2, the corresponding enterprise or production qualification:
Enterprises that develop and operate Class II medical devices need to apply for the business record of Class II medical device companies, and Class III medical devices need to apply for business licenses. In order to improve the export of production technology enterprises, it is necessary to apply for the corresponding medical device registration certificate and production license according to the types of medical devices in China, which is a necessary prerequisite for handling the sales of major export commodities of medical device products.

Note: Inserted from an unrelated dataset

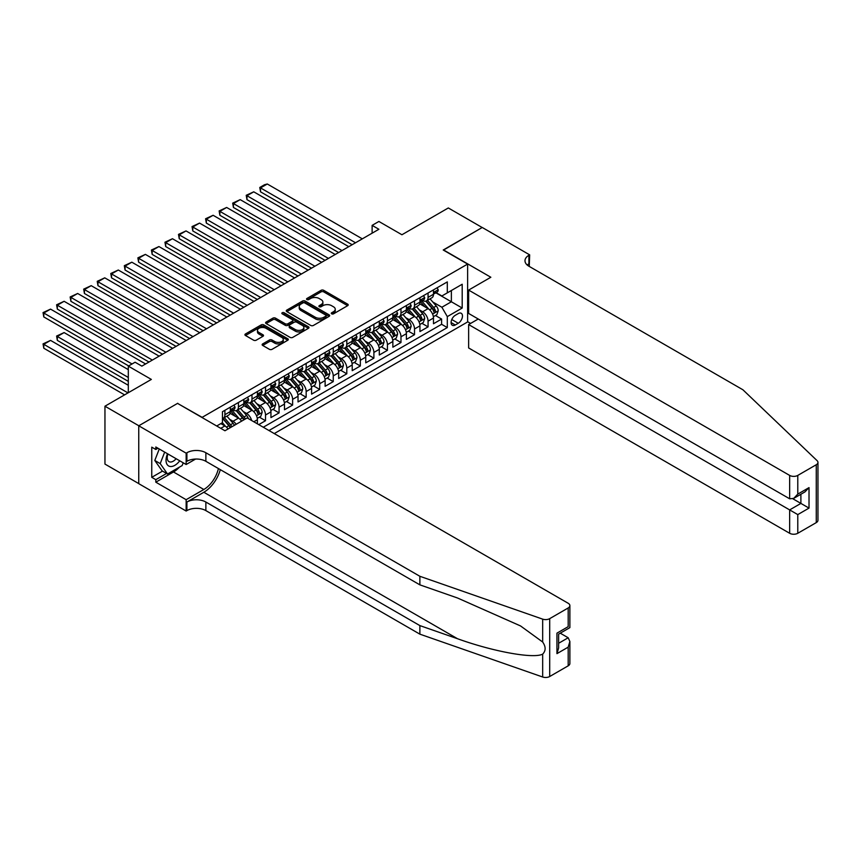 <?xml version="1.0" encoding="UTF-8"?>
<svg xmlns="http://www.w3.org/2000/svg" width="861" height="861" viewBox="0 0 861 861"><rect width="100%" height="100%" fill="white"/><g stroke="black" fill="none" stroke-linecap="round" stroke-linejoin="round"><path stroke-width="1.29" d="M331.668 313.834A1.313 0.764 0 0 0 333.53 313.834L347.65 305.677A1.883 1.087 0 0 0 348.199 304.912A1.883 1.087 0 0 0 347.65 304.137L323.725 290.329A1.883 1.087 0 0 0 321.056 290.329L306.936 298.476A1.313 0.764 0 0 0 306.548 299.015A1.313 0.764 0 0 0 306.936 299.553A1.313 0.764 0 0 0 308.798 299.553L310.627 298.498A6.016 3.476 0 0 1 319.13 298.498L321.131 299.65A6.016 3.476 0 0 1 322.886 302.103A6.016 3.476 0 0 1 321.131 304.568L319.302 305.623A1.313 0.764 0 0 0 318.914 306.161A1.313 0.764 0 0 0 319.302 306.699A1.313 0.764 0 0 0 321.164 306.699L322.993 305.644A6.016 3.476 0 0 1 331.496 305.644L333.498 306.796A6.016 3.476 0 0 1 335.252 309.25A6.016 3.476 0 0 1 333.498 311.704L331.668 312.758A1.313 0.764 0 0 0 331.281 313.296A1.313 0.764 0 0 0 331.668 313.834L331.668 312.758M262.691 343.905A1.883 1.087 0 0 0 262.142 344.669A1.883 1.087 0 0 0 262.691 345.444L269.407 349.318A1.883 1.087 0 0 0 272.065 349.318L287.757 340.256A1.883 1.087 0 0 0 288.306 339.492A1.883 1.087 0 0 0 287.757 338.728L263.821 324.909A1.883 1.087 0 0 0 261.163 324.909L245.482 333.96A1.883 1.087 0 0 0 244.922 334.735A1.883 1.087 0 0 0 245.482 335.499L253.586 340.181A1.883 1.087 0 0 0 256.244 340.181L262.96 336.307A1.883 1.087 0 0 0 263.509 335.542A1.883 1.087 0 0 0 262.96 334.768L258.935 332.443A5.026 2.906 0 0 1 257.461 330.398A5.026 2.906 0 0 1 260.571 327.707A5.026 2.906 0 0 1 266.049 328.342L281.805 337.437A5.026 2.906 0 0 1 283.28 339.492A5.026 2.906 0 0 1 280.18 342.172A5.026 2.906 0 0 1 274.691 341.548L272.065 340.03A1.883 1.087 0 0 0 269.407 340.03L262.691 343.905L262.691 345.444M177.753 403.508L202.141 417.348L467.62 264.079L443.232 250.002L482.182 227.519L448.312 207.964L401.926 234.752L378.894 221.46L372.124 225.367L378.894 229.274L141.861 366.129L135.091 362.223L128.311 366.129L128.311 392.713M177.753 403.271L138.815 425.754L104.956 406.209L151.342 379.421L128.311 366.129M310.756 325.447A1.883 1.087 0 0 0 313.415 325.447L329.106 316.385A1.883 1.087 0 0 0 329.655 315.621A1.883 1.087 0 0 0 329.106 314.846L305.171 301.038A1.883 1.087 0 0 0 302.512 301.038L286.821 310.089A1.883 1.087 0 0 0 286.272 310.864A1.883 1.087 0 0 0 286.821 311.628L310.756 325.447M282.763 314.114A1.313 0.764 0 0 1 284.098 314.308L284.098 312.737L308.432 326.782A1.883 1.087 0 0 1 308.981 327.557A1.883 1.087 0 0 1 308.432 328.321L292.74 337.383A1.883 1.087 0 0 1 290.082 337.383L266.157 323.564L272.862 319.711L272.862 318.15L266.157 322.025A1.883 1.087 0 0 0 265.597 322.8A1.883 1.087 0 0 0 266.157 323.564L266.157 322.025M272.862 319.711A1.883 1.087 0 0 1 275.52 319.711L275.52 318.15A1.883 1.087 0 0 0 272.862 318.15M275.52 318.15L285.228 323.758A1.883 1.087 0 0 0 287.886 323.758L292.342 321.185A1.883 1.087 0 0 0 292.891 320.41A1.883 1.087 0 0 0 292.342 319.646L282.236 313.813A1.313 0.764 0 0 1 281.848 313.275A1.313 0.764 0 0 1 282.666 312.575A1.313 0.764 0 0 1 284.098 312.737M138.75 483.591L104.956 464.079L104.956 406.209M258.752 424.624L265.522 420.717L259.365 417.154M256.707 403.658L260.108 405.617A7.663 4.423 60 0 1 265.522 415.002L270.946 411.881L270.946 417.585L279.072 412.893L272.905 409.33M270.257 395.834L273.658 397.804A7.663 4.423 60 0 1 279.072 407.188L284.485 404.057L284.485 409.761L292.622 405.068L286.455 401.517M283.796 388.02L287.197 389.979A7.663 4.423 60 0 1 292.622 399.364L298.035 396.232L298.035 401.947L306.161 397.255L299.994 393.692M297.346 380.196L300.747 382.155A7.663 4.423 60 0 1 306.161 391.54L311.585 388.419L311.585 394.123L319.711 389.43L313.544 385.879M310.886 372.372L314.287 374.341A7.663 4.423 60 0 1 319.711 383.726L325.124 380.594L325.124 386.309L333.25 381.617L327.094 378.054M324.436 364.558L327.837 366.517A7.663 4.423 60 0 1 333.25 375.902L338.674 372.77L338.674 378.485L346.8 373.792L340.633 370.23M337.975 356.734L341.376 358.703A7.663 4.423 60 0 1 346.8 368.088L352.214 364.956L352.214 370.66L360.339 365.968L354.183 362.416M351.525 348.92L354.926 350.879A7.663 4.423 60 0 1 360.339 360.264L365.764 357.132L365.764 362.847L373.889 358.154L367.722 354.592M365.064 341.096L368.465 343.055A7.663 4.423 60 0 1 373.889 352.44L379.303 349.318L379.303 355.023L387.428 350.33L381.272 346.779M378.614 333.272L382.015 335.241A7.663 4.423 60 0 1 387.428 344.626L392.853 341.494L392.853 347.198L400.978 342.517L394.812 338.954M392.153 325.458L395.554 327.417A7.663 4.423 60 0 1 400.978 336.802L406.392 333.67L406.392 339.385L414.518 334.692L408.362 331.13M405.703 317.634L409.104 319.603A7.663 4.423 60 0 1 414.518 328.977L419.942 325.856L419.942 331.56L428.068 326.868L428.068 321.164A7.663 4.423 -120 0 0 422.654 311.779L419.253 309.809M421.901 323.316L428.068 326.868M228.068 428.972A7.663 4.423 -120 0 0 224.893 425.947L220.825 423.601M241.607 421.147A7.663 4.423 -120 0 0 238.432 418.134L230.059 413.291M236.194 424.279A7.663 4.423 60 0 0 233.019 421.255L229.618 419.296M257.396 423.838L257.396 419.694A7.663 4.423 -120 0 0 251.982 410.31L243.609 405.477M251.66 420.523A7.663 4.423 60 0 0 246.569 413.441L243.168 411.472M270.946 411.881A7.663 4.423 -120 0 0 265.522 402.496L257.148 397.653M284.485 404.057A7.663 4.423 -120 0 0 279.072 394.672L270.698 389.839M298.035 396.232A7.663 4.423 -120 0 0 292.622 386.847L284.238 382.015M311.585 388.419A7.663 4.423 -120 0 0 306.161 379.034L297.788 374.191M325.124 380.594A7.663 4.423 -120 0 0 319.711 371.209L311.327 366.377M338.674 372.77A7.663 4.423 -120 0 0 333.25 363.396L324.877 358.553M352.214 364.956A7.663 4.423 -120 0 0 346.8 355.571L338.416 350.739M365.764 357.132A7.663 4.423 -120 0 0 360.339 347.747L351.966 342.915M379.303 349.318A7.663 4.423 -120 0 0 373.889 339.934L365.505 335.09M392.853 341.494A7.663 4.423 -120 0 0 387.428 332.109L379.055 327.277M406.392 333.67A7.663 4.423 -120 0 0 400.978 324.296L392.605 319.453M419.942 325.856A7.663 4.423 -120 0 0 414.518 316.471L406.144 311.639M458.267 313.576L455.297 315.298A5.941 3.433 120 0 0 451.412 320.529A5.941 3.433 120 0 0 452.326 325.286A5.941 3.433 120 0 0 455.297 324.995L458.267 323.273A5.941 3.433 120 0 0 462.153 318.043A5.941 3.433 120 0 0 461.238 313.286A5.941 3.433 120 0 0 458.267 313.576M274.261 433.578L467.62 321.949L467.62 264.079M268.976 430.522L447.3 327.578L447.3 316.622L441.887 307.237L432.792 301.996M216.692 425.991L222.45 422.665L222.45 411.719L447.3 281.902L447.3 292.858L462.196 284.248L462.196 308.023L447.3 316.622M232.944 409.954L233.019 409.997A7.663 4.423 60 0 0 236.85 410.374L242.264 407.253A7.663 4.423 -120 0 0 243.857 403.744L243.857 399.364M246.494 402.141L246.569 402.184A7.663 4.423 60 0 0 250.39 402.561L255.814 399.429A7.663 4.423 -120 0 0 257.396 395.92L257.396 391.54M260.033 394.316L260.108 394.36A7.663 4.423 60 0 0 263.94 394.736L269.353 391.615A7.663 4.423 -120 0 0 270.946 388.107L270.946 383.726M273.583 386.492L273.658 386.535A7.663 4.423 60 0 0 277.49 386.923L282.903 383.791A7.663 4.423 -120 0 0 284.485 380.282L284.485 375.902M287.133 378.679L287.197 378.722A7.663 4.423 60 0 0 291.029 379.098L296.453 375.966A7.663 4.423 -120 0 0 298.035 372.458L298.035 368.077M300.672 370.854L300.747 370.897A7.663 4.423 60 0 0 304.579 371.274L309.992 368.153A7.663 4.423 -120 0 0 311.585 364.644L311.585 360.264M314.222 363.041L314.287 363.073A7.663 4.423 60 0 0 318.118 363.46L323.542 360.328A7.663 4.423 -120 0 0 325.124 356.82L325.124 352.44M327.761 355.216L327.837 355.259A7.663 4.423 60 0 0 331.668 355.636L337.081 352.504A7.663 4.423 -120 0 0 338.674 349.006L338.674 344.626M341.311 347.392L341.376 347.435A7.663 4.423 60 0 0 345.207 347.822L350.631 344.691A7.663 4.423 -120 0 0 352.214 341.182L352.214 336.802M354.85 339.578L354.926 339.621A7.663 4.423 60 0 0 358.757 339.998L364.171 336.866A7.663 4.423 -120 0 0 365.764 333.358L365.764 328.977M368.4 331.754L368.465 331.797A7.663 4.423 60 0 0 372.296 332.174L377.721 329.053A7.663 4.423 -120 0 0 379.303 325.544L379.303 321.164M381.94 323.94L382.015 323.973A7.663 4.423 60 0 0 385.846 324.36L391.26 321.228A7.663 4.423 -120 0 0 392.853 317.72L392.853 313.339M395.49 316.116L395.554 316.159A7.663 4.423 60 0 0 399.386 316.536L404.81 313.404A7.663 4.423 -120 0 0 406.392 309.906L406.392 305.526M409.029 308.292L409.104 308.335A7.663 4.423 60 0 0 412.936 308.712L418.349 305.59A7.663 4.423 -120 0 0 419.942 302.082L419.942 297.702M263.294 427.239L441.607 324.296L441.607 319.054L433.481 323.747L433.481 318.032A7.663 4.423 -120 0 0 428.068 308.647L419.694 303.815M422.579 300.478L422.654 300.521A7.663 4.423 -120 0 0 426.475 300.898A7.663 4.423 -120 0 0 428.068 297.389L428.068 293.009M426.475 300.898L431.899 297.766A7.663 4.423 -120 0 0 433.481 294.258L433.481 289.877M224.893 410.31L224.893 414.69A7.663 4.423 60 0 1 223.3 418.198A7.663 4.423 60 0 1 222.45 418.511M223.3 418.198L228.725 415.067A7.663 4.423 -120 0 0 230.307 411.558L230.307 407.188M238.432 402.496L238.432 406.866A7.663 4.423 60 0 1 236.85 410.374M251.982 394.672L251.982 399.052A7.663 4.423 60 0 1 250.39 402.561M265.522 386.847L265.522 391.228A7.663 4.423 60 0 1 263.94 394.736M279.072 379.034L279.072 383.414A7.663 4.423 60 0 1 277.49 386.923M292.622 371.209L292.622 375.59A7.663 4.423 60 0 1 291.029 379.098M306.161 363.396L306.161 367.765A7.663 4.423 60 0 1 304.579 371.274M319.711 355.571L319.711 359.952A7.663 4.423 60 0 1 318.118 363.46M333.25 347.747L333.25 352.127A7.663 4.423 60 0 1 331.668 355.636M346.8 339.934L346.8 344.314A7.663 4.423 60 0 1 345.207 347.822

3. Right to operate import and export:
The right to operate import and export refers to the qualification of import and export enterprises to carry out import and export business. Enterprises applying for the right to operate import and export can engage in import and export business only after being approved by the Municipal Bureau of Commerce, Inspection and Quarantine Bureau, electronic port, urban customs and other relevant departments and obtaining various certificates recognized by the above departments.
Legal basis:
Measures for the Administration of Registration and Filing of Medical Devices Article 3 The registration of medical devices refers to the activities in which an applicant for registration of medical devices (hereinafter referred to as the applicant) submits an application for registration of medical devices in accordance with legal procedures and requirements, and the pharmaceutical supervisory and administrative department reviews its safety, effectiveness and quality controllability on the basis of scientific cognition according to laws and regulations, and decides whether to approve its application.
Medical device filing refers to the activities that medical device filers (hereinafter referred to as filers) submit filing materials to the pharmaceutical supervisory and administrative departments in accordance with legal procedures and requirements, and the pharmaceutical supervisory and administrative departments file the submitted filing materials for future reference.